Batch normalization
Closed this issue · 8 comments
Hello, Chelsea.
The batch normalization documentation says that this ops is not attached to the TensorFlow graph by default. So, there're two ways to force the updates during training:
- explicitly tell the graph to update ops in
tf.GraphKeys.UPDATE_OPS
- or set
updates_collections
parameter of batch_norm toNone
.
I don't see neither of those in the code. Maybe I'm missing something.
I haven't been able to make the first way work due to while cycle in map_fn
function. But the second modification is easy and seems to work. Although, I'm not sure I see any difference in performance.
I compute the test-time statistics using the test batch of data, instead of computing the average training statistics. This doesn't require keeping track of batch norm training statistics. [Note that train is always set to True when calling the batch_norm function, which means that tensorflow will compute the statistics using the current batch]
It's possible that it would work better by using training batch statistics, but I haven't tried it.
It's not the issue I'm talking about. See the Note from tf.contrib.layers.batch_norm
page
Note: when training, the moving_mean and moving_variance need to be updated. By default the update ops are placed in tf.GraphKeys.UPDATE_OPS, so they need to be added as a dependency to the train_op.

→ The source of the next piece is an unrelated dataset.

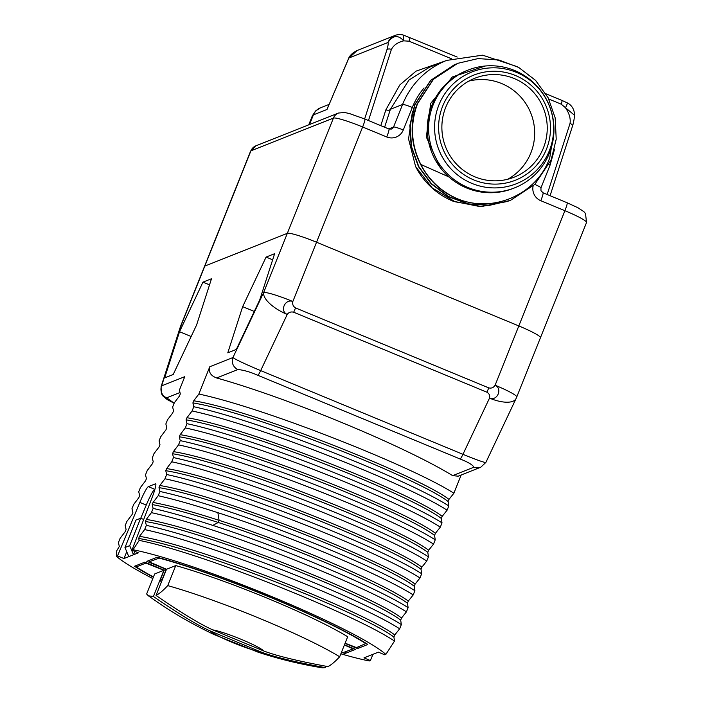 <?xml version="1.0" encoding="UTF-8"?>
<svg xmlns="http://www.w3.org/2000/svg" width="703" height="703" viewBox="0 0 703 703"><rect width="100%" height="100%" fill="white"/><g stroke="black" fill="none" stroke-linecap="round" stroke-linejoin="round"><path stroke-width="1.05" d="M144.642 529.596C212.455 543.964 361.606 603.745 399.647 628.825L394.752 634.967L393.9 637.085L394.515 641.066C354.33 614.044 201.963 552.892 139.194 540.387L138.658 538.463L139.51 536.345L144.642 529.596L146.338 525.361L145.433 521.521L146.286 519.403L151.417 512.654L153.113 508.418L152.217 504.569L153.061 502.452L158.201 495.703L159.889 491.467L158.992 487.627L159.845 485.509L164.977 478.761L166.673 474.525L165.767 470.676L166.62 468.558L171.752 461.809L173.448 457.574L172.551 453.734L173.395 451.616L178.527 444.867L180.223 440.632L179.327 436.783L180.17 434.665L185.311 427.925L187.007 423.681L186.102 419.84L186.954 417.723L192.086 410.974L193.782 406.738L192.886 402.898L193.729 400.78L198.861 394.031L209.775 366.746C208.343 371.975 210.645 375.718 216.665 377.977A163.175 17.338 -158.2 0 1 452.644 475.641L473.954 467.179C472.583 464.788 467.97 462.064 460.122 459.006L257.852 375.297C250.461 372.045 243.836 370.121 237.974 369.514L216.665 377.977M399.647 628.825L401.334 624.589C361.034 598.499 215.215 540.203 146.338 525.361M151.417 512.654C220.303 527.496 366.114 585.792 406.422 611.874L401.527 618.016L400.684 620.134L401.334 624.589M406.422 611.874L408.118 607.638C378.662 588.675 285.752 548.894 212.789 525.387C189.573 517.839 169.687 512.179 153.113 508.418M158.201 495.703C174.766 499.464 194.661 505.123 217.877 512.68C290.84 536.178 383.741 575.968 413.197 594.931L408.302 601.074L407.459 603.192L408.118 607.638M413.197 594.931L414.893 590.696C374.365 564.518 228.844 506.336 159.889 491.467M164.977 478.761C233.932 493.629 379.444 551.802 419.981 577.98L415.086 584.123L414.234 586.249L414.893 590.696M419.981 577.98L421.668 573.745C382.836 548.217 233.124 488.506 166.673 474.525M171.752 461.809C238.212 475.79 387.915 535.51 426.756 561.038L421.862 567.18L421.018 569.298L421.668 573.745M426.756 561.038L428.452 556.802C388.46 530.87 242.131 472.319 173.448 457.574M178.527 444.867C247.21 459.613 393.539 518.155 433.531 544.087L428.637 550.238L427.793 552.356L428.452 556.802M433.531 544.087L435.227 539.851C395.745 514.016 246.428 454.56 180.223 440.632M185.311 427.925C251.507 441.853 400.833 501.301 440.315 527.145L435.421 533.287L434.568 535.405L435.227 539.851M440.315 527.145L442.002 522.909C403.645 497.706 255.224 438.197 187.007 423.681M192.086 410.974C260.303 425.491 408.733 485 447.09 510.202L442.196 516.345L441.352 518.462L442.002 522.909M447.09 510.202L448.786 505.958C408.795 479.956 261.481 421.194 193.782 406.738M198.861 394.031C266.569 408.478 413.882 467.24 453.866 493.251L448.971 499.394L448.127 501.511L448.786 505.958M453.866 493.251L461.168 475M340.867 653.808A149.414 15.879 -158.2 0 0 369.295 660.969L370.384 660.539L372.977 654.308M370.384 660.539L363.978 657.885L378.381 652.164L384.787 654.818L385.868 654.388L394.515 641.066M242.658 306.649L227.79 352.827L236.331 349.435L259.75 299.865L274.627 253.686L266.086 257.078L242.658 306.649L254.275 311.455M266.086 257.078L272.659 259.802M385.868 654.388A149.414 15.879 -158.2 0 0 272.492 596.891A149.414 15.879 -158.2 0 0 133.034 549.746L131.953 550.177L138.359 552.83L133.508 554.755L129.686 545.66L124.967 547.532L135.943 520.079L140.662 518.208L143.702 519.464M129.686 545.66L140.662 518.208M485.764 462.196C486.678 463.813 470.07 457.31 462.952 454.314L260.681 370.604C253.695 367.757 235.936 360.041 232.93 357.555L263.625 292.597L287.334 233.326A27.531 2.926 21.8 0 1 316.543 242.227A27.531 2.926 -158.2 0 0 287.334 233.326L204.819 266.077A27.531 2.926 -158.2 0 0 204.538 266.314L180.829 325.594A27.531 2.926 21.8 0 1 181.11 325.357L161.611 385.868L184.766 376.676L179.414 390.068L180.311 393.908L179.467 396.026L174.326 402.775L172.639 407.011L173.536 410.86L172.683 412.977L167.551 419.726L165.855 423.962L166.752 427.802L165.908 429.92L160.776 436.668L159.08 440.904L159.976 444.753L159.133 446.871L153.992 453.611L152.305 457.855L153.201 461.695L152.349 463.813L147.217 470.562L145.521 474.797L146.426 478.646L145.574 480.764L140.442 487.504L138.746 491.74L139.642 495.589L138.799 497.706L133.658 504.455L131.971 508.691L132.867 512.531L132.015 514.649L126.883 521.398L125.187 525.633L126.092 529.482L125.239 531.6L120.108 538.349L118.412 542.584L119.308 546.424L116.742 550.757L116.461 556.328A149.414 15.879 -158.2 0 0 152.797 578.587M133.034 549.746L139.194 540.387M131.953 550.177L152.094 497.557A18.357 2.039 -67.5 0 0 155.627 483.84A18.357 2.039 -67.5 0 0 155.389 483.849L148.333 486.652A18.357 2.039 -67.5 0 0 139.844 502.417L117.542 555.897L116.461 556.328M202.947 282.14L179.529 331.711L164.651 377.889L173.202 374.497L196.62 324.927L211.498 278.748L202.947 282.14L209.529 284.864M179.529 331.711L191.146 336.517M134.862 551.38L133.508 554.755L128.798 556.627L124.967 547.532M117.542 555.897L123.948 558.551L128.798 556.627M345.024 643.394L357.511 648.561L367.845 644.458A139.502 14.825 -158.2 0 0 157.147 557.259L146.813 561.363L166.198 569.386L162.121 579.58A183.553 181.374 68.3 0 0 162.288 579.808M153.351 577.216A139.502 14.825 -158.2 0 1 134.493 566.249L144.827 562.154L164.203 570.177L166.198 569.386M341.412 652.428A139.502 14.825 -158.2 0 0 345.191 653.456L355.516 649.352L344.47 644.783M138.658 538.463C199.863 548.402 364.892 614.36 393.9 637.085M145.433 521.521C206.647 531.459 371.667 597.418 400.684 620.134M152.217 504.569C169.124 507.724 191.137 513.691 218.246 522.47C292.343 546.213 385.429 586.75 407.459 603.192M139.51 536.345C200.715 546.284 365.736 612.243 394.752 634.967M146.286 519.403C207.49 529.341 372.511 595.3 401.527 618.016M153.061 502.452C169.968 505.606 191.981 511.573 219.09 520.352C293.195 544.096 386.281 584.632 408.302 601.074M158.992 487.627C220.197 497.566 385.226 563.525 414.234 586.249M165.767 470.676C226.972 480.624 392.002 546.582 421.018 569.298M172.551 453.734C233.756 463.672 398.777 529.631 427.793 552.356M473.954 467.179A9.174 9.069 68.3 0 0 480.729 467.24L458.18 476.186L452.644 475.641M159.845 485.509C221.05 495.448 386.07 561.407 415.086 584.123M166.62 468.558C227.825 478.506 392.845 544.465 421.862 567.18M173.395 451.616C234.6 461.555 399.629 527.514 428.637 550.238M179.327 436.783C240.531 446.73 405.552 512.689 434.568 535.405M180.17 434.665C241.384 444.612 406.404 510.571 435.421 533.287M186.102 419.84C247.307 429.779 412.336 495.738 441.352 518.462M186.954 417.723C248.159 427.661 413.179 493.62 442.196 516.345M192.886 402.898C254.091 412.837 419.111 478.796 448.127 501.511M193.729 400.78C254.934 410.719 419.963 476.678 448.971 499.394M250.628 151.083L255.945 145.802A9.174 9.069 68.3 0 0 250.909 150.846A27.531 2.926 21.8 0 0 250.628 151.083L204.538 266.314A27.531 2.926 21.8 0 1 204.819 266.077L250.909 150.846L333.424 118.086A27.531 2.926 21.8 0 1 362.634 126.988L316.543 242.227L518.814 325.937A27.531 2.926 21.8 0 1 540.449 337.721A27.531 2.926 -158.2 0 0 518.814 325.937L316.543 242.227L292.835 301.508C292.237 304.294 293.142 306.438 295.532 307.914A9.174 1.019 112.5 0 1 293.669 312.22L486.898 392.195A9.174 1.019 -67.5 0 0 488.77 387.889C491.502 388.531 493.611 387.643 495.105 385.218A27.531 2.926 21.8 0 1 516.74 397.002L586.539 222.491A27.531 2.926 21.8 0 0 564.904 210.707L540.8 200.724A12.847 12.698 68.3 0 1 533.111 186.067M257.852 375.297A9.174 1.019 -67.5 0 0 260.681 370.604L287.228 314.426A27.531 11.072 25.3 0 1 263.625 292.597A27.531 2.926 21.8 0 1 292.835 301.508C285.066 298.459 279.416 311.121 287.228 314.426C288.792 312.273 290.937 311.543 293.669 312.22M516.74 397.002A27.531 27.531 0 0 1 516.072 398.539A27.531 11.072 -154.7 0 1 489.499 398.135C497.39 401.343 502.794 388.566 495.105 385.218L564.904 210.707A9.174 1.019 112.5 0 0 567.101 202.745L577.954 207.754L583.903 211.682L585.511 213.554L586.539 222.491M460.122 459.006A9.174 1.019 -67.5 0 0 462.952 454.314L489.499 398.135C490.14 395.604 489.27 393.627 486.898 392.195M179.915 392.564L166.655 397.828A9.174 9.069 -111.7 0 1 161.611 385.868L161.049 386.773L161.356 393.425L162.824 395.886L167.086 399.48L174.133 403.258M345.191 653.456L345.841 651.83M164.203 570.177L160.126 580.37A183.553 181.374 68.3 0 0 161.4 582.04M160.126 580.37L162.121 579.58M357.511 648.561L358.161 646.936M154.941 489.226L154.739 489.306A18.357 2.039 -67.5 0 0 146.25 505.07L140.749 518.243M126.76 551.802L123.948 558.551M148.333 595.784L158.105 602.576C174.309 613.737 192.877 624.361 213.8 634.449L258.01 652.147C278.74 658.992 300.225 664.23 322.449 667.85L325.34 667.648C295.067 662.05 273.625 656.83 261.041 651.98A29.157 3.102 21.8 0 1 232.772 642.595A29.157 3.102 21.8 0 1 210.206 630.942C197.868 625.477 178.94 613.991 153.412 596.495L148.333 595.784L146.637 594L154.642 573.973L163.896 570.3L153.412 596.495M261.041 651.98L210.206 630.942M136.364 566.873L136.997 565.256L136.364 566.873L145.855 563.112L163.896 570.3M344.382 645.003L353.205 648.895L343.09 652.595A137.665 14.631 21.8 0 1 341.517 652.164M325.34 667.648L325.893 666.268M153.456 576.943A137.665 14.631 21.8 0 1 136.575 567.119L136.338 566.899M263.66 650.943C276.244 655.785 297.685 661.013 327.958 666.611C331.148 664.985 335.05 661.708 339.672 656.778A119.308 12.68 -158.2 0 0 167.745 585.617C163.131 590.546 159.221 593.833 156.031 595.459C181.559 612.954 200.487 624.431 212.824 629.906A29.157 3.102 21.8 0 1 241.094 639.291A29.157 3.102 21.8 0 1 263.66 650.943L212.824 629.906M366.166 643.386L356.483 647.604L345.111 643.175M156.031 595.459L166.514 569.263L149.133 561.82L159.238 558.12A137.665 14.631 21.8 0 1 365.762 643.596L365.991 643.816M167.745 585.617L175.759 565.59A119.308 12.68 21.8 0 1 347.686 636.742L339.672 656.778M175.759 565.59L166.514 569.263M429.524 67.198L408.9 80.098L390.393 109.317L402.564 104.483A80.212 79.263 -111.7 0 1 446.625 60.414L429.463 67.224M574.386 115.151L561.24 104.185A9.174 1.019 -67.5 0 0 561.917 100.397L567.585 103.025L565.52 107.814C569.254 113.315 570.766 118.499 570.054 123.377L547.154 194.485M348.24 59.298L348.864 58.033L357.168 50.484L395.007 35.466A12.847 12.847 0 0 1 403.61 35.15L403.707 40.844C397.722 42.321 393.618 45.185 391.386 49.43A3.673 2.153 -162.1 0 0 386.887 49.904C388.118 45.677 388.469 43.208 387.942 42.523C392.828 35.176 398.083 34.623 403.707 40.844L409.041 41.196L451.352 58.709M444.955 61.073L416.071 71.135L399.761 84.984L385.885 109.791A3.673 2.153 -162.1 0 0 390.393 109.317L384.62 127.217M409.603 37.417A9.174 1.019 112.5 0 1 409.726 37.408A9.174 1.019 112.5 0 1 409.041 41.196M395.007 35.466A12.847 12.698 68.3 0 0 387.942 42.523L348.864 58.033L327 109.483L348.337 59.078M329.074 104.404L320.454 107.823A12.847 12.698 -111.7 0 0 313.397 114.879L327 109.483L328.222 106.408M255.945 145.802L338.468 113.042A9.174 9.069 68.3 0 0 333.424 118.086L287.334 233.326L204.819 266.077L181.11 325.357A27.531 16.134 -162.1 0 0 180.179 327.378L161.049 386.773M543.437 147.92A53.235 52.602 68.3 0 0 531.82 90.423A53.235 52.602 68.3 0 0 474.92 78.209A53.235 52.602 68.3 0 0 445.676 107.454A53.235 52.602 68.3 0 0 457.293 164.95A53.235 52.602 68.3 0 0 514.201 177.165A53.235 52.602 68.3 0 0 543.437 147.92M467.917 70.133A63.323 62.576 -111.7 0 0 428.602 128.456A63.323 62.576 -111.7 0 0 467.899 187.455A63.323 62.576 68.3 0 0 514.649 187.842A63.323 62.576 68.3 0 0 553.964 129.519A63.323 62.576 68.3 0 0 514.666 70.52A63.323 62.576 -111.7 0 0 467.917 70.133L466.607 70.652A63.323 62.576 -111.7 0 0 427.292 128.983A63.323 62.576 -111.7 0 0 466.59 187.973A63.323 62.576 68.3 0 0 513.339 188.369L514.649 187.842M510.193 200.478L489.516 205.346L468.286 204.028L448.294 196.655L431.211 183.834L418.47 166.655L411.158 146.611L409.867 125.362L414.691 104.721L430.57 80.432L454.692 64.518M507.856 201.401L480.298 206.647L453.04 201.19A73.42 72.55 68.3 0 1 415.596 166.549L432.134 187.833L455.14 201.787L481.555 206.524L509.034 200.926M457.442 63.428L433.215 79.36L417.31 103.684C402.204 139.422 421.457 185.056 458.277 199.107C494.455 213.545 537.584 193.448 549.772 157.692L553.938 131.206M440.298 167.657L426.352 137.103L430.667 103.411L452.389 76.935L485.29 66.003M458.277 199.107A73.42 72.55 -111.7 0 1 420.842 164.467C410.974 144.458 409.902 124.159 417.608 103.569L433.47 79.29L457.6 63.367L478.093 58.586L498.998 60.001L518.717 67.462L535.545 80.344L548.138 97.752L555.177 117.876L556.214 139.185L551.143 159.889L534.825 184.423L510.475 200.364L489.806 205.223L468.576 203.914L448.584 196.532L431.51 183.72L418.777 166.558L411.457 146.505L410.157 125.248L414.99 104.606L430.869 80.309L456.177 63.938M415.596 166.549L408.566 139.001L412.476 111.223M448.892 176.919L420.842 164.467M507.751 179.247A53.235 52.602 68.3 0 0 530.862 152.911A53.235 52.602 68.3 0 0 521.564 97.937A53.235 52.602 68.3 0 0 468.796 81.117M237.974 369.514A9.174 9.069 -111.7 0 1 232.93 357.555L209.775 366.746M212.789 525.387L218.246 522.47L219.09 520.352L217.877 512.68M166.655 397.828L174.159 403.197M480.729 467.24L485.878 462.433L516.072 398.539M295.532 307.914L488.77 387.889M139.844 502.417L146.25 505.07M148.333 486.652L154.739 489.306M145.855 563.112L146.039 562.655M149.801 560.177L149.15 561.802M364.716 119.035A9.174 1.019 112.5 0 1 364.839 119.035A9.174 1.019 112.5 0 1 362.634 126.988L386.738 136.971A12.847 12.698 68.3 0 0 403.285 129.985L412.301 107.454A71.038 70.195 -111.7 0 1 424.05 87.972M388.821 129.018A9.174 1.019 112.5 0 1 388.944 129.009L391.527 129.036A3.673 3.629 68.3 0 0 393.548 127.023L402.564 104.483A9.174 0.975 21.8 0 1 412.301 107.454M549.878 165.451A9.174 0.975 -158.2 0 0 549.974 165.372A9.174 0.975 -158.2 0 0 549.087 164.511M554.509 149.396L549.974 165.372L540.959 187.912A9.174 0.975 -158.2 0 0 534.816 184.432M548.788 99.035L561.24 104.185M385.885 109.791L380.789 125.635M368.477 120.538L391.386 49.43M364.646 118.948L386.887 49.904M320.454 107.823L315.568 110.969L312.369 115.758A100.951 10.73 -158.2 0 1 313.397 114.879L309.54 124.528M572.295 126.645A3.673 2.153 -162.1 0 0 572.418 126.373L572.418 126.373A3.673 2.153 -162.1 0 0 570.054 123.377M566.987 202.754A9.174 1.019 112.5 0 1 567.101 202.745L542.997 192.771A9.174 1.019 112.5 0 1 540.8 200.724M542.883 192.771A9.174 1.019 112.5 0 1 542.997 192.771L540.976 190.706L540.959 187.912M338.468 113.042L344.628 112.489L349.549 113.587L364.839 119.035L388.944 129.009A9.174 1.019 112.5 0 1 386.738 136.971M388.741 128.93L393.548 127.023A9.174 0.975 21.8 0 1 403.285 129.985M515.431 75.502A56.521 55.853 68.3 0 0 442.653 106.206A56.521 55.853 68.3 0 0 473.681 179.871A56.521 55.853 68.3 0 0 546.459 149.168A56.521 55.853 68.3 0 0 515.431 75.502M516.327 72.33A60.15 59.439 68.3 0 0 438.883 105.002A60.15 59.439 68.3 0 0 471.906 183.395A60.15 59.439 68.3 0 0 549.351 150.723A60.15 59.439 68.3 0 0 516.327 72.33M180.829 325.594A27.531 27.531 0 0 0 180.179 327.378M149.783 560.186L149.133 561.82M517.223 66.653L482.601 55.177L446.625 60.414M545.906 93.763L561.917 100.397M403.671 35.168L457.205 57.057M357.194 50.475C352.431 52.839 349.488 55.686 348.363 59.017M574.395 114.984C574.659 118.71 572.365 127.173 572.418 126.373L550.089 195.698M574.395 115.02A12.847 12.847 0 0 0 567.585 103.025M308.731 124.844L312.369 115.758"/></g></svg>

In other words, without these steps I wrote in the issue, moving_mean and moving_variance doesn't update at all (even during training). Again, maybe I'm missing some other way you're updating them.
You only need to update moving_mean and moving_variance if you use them. In this case, the batch norm statistics are being computed using the batch data rather than a moving average of the statistics (so they don't need to be updated).
OK. Indeed, they're needed only during testing.
Thanks.
@cbfinn, as you mentioned before,
I compute the test-time statistics using the test batch of data, instead of computing the average training statistics
This seems to be a bit of cheating especially on test-time. In general, we can assume evaluating only one sample at a time on test-time and then there is no way to get proper statistics for batch_norm. This means the test-set performance will partially dependent on the size of batch.
Hi, I see your approcach.
If I use moving average of the statistics by adding update_op into train ops, Then Need I set train=FALSE when testing use batch_norm function?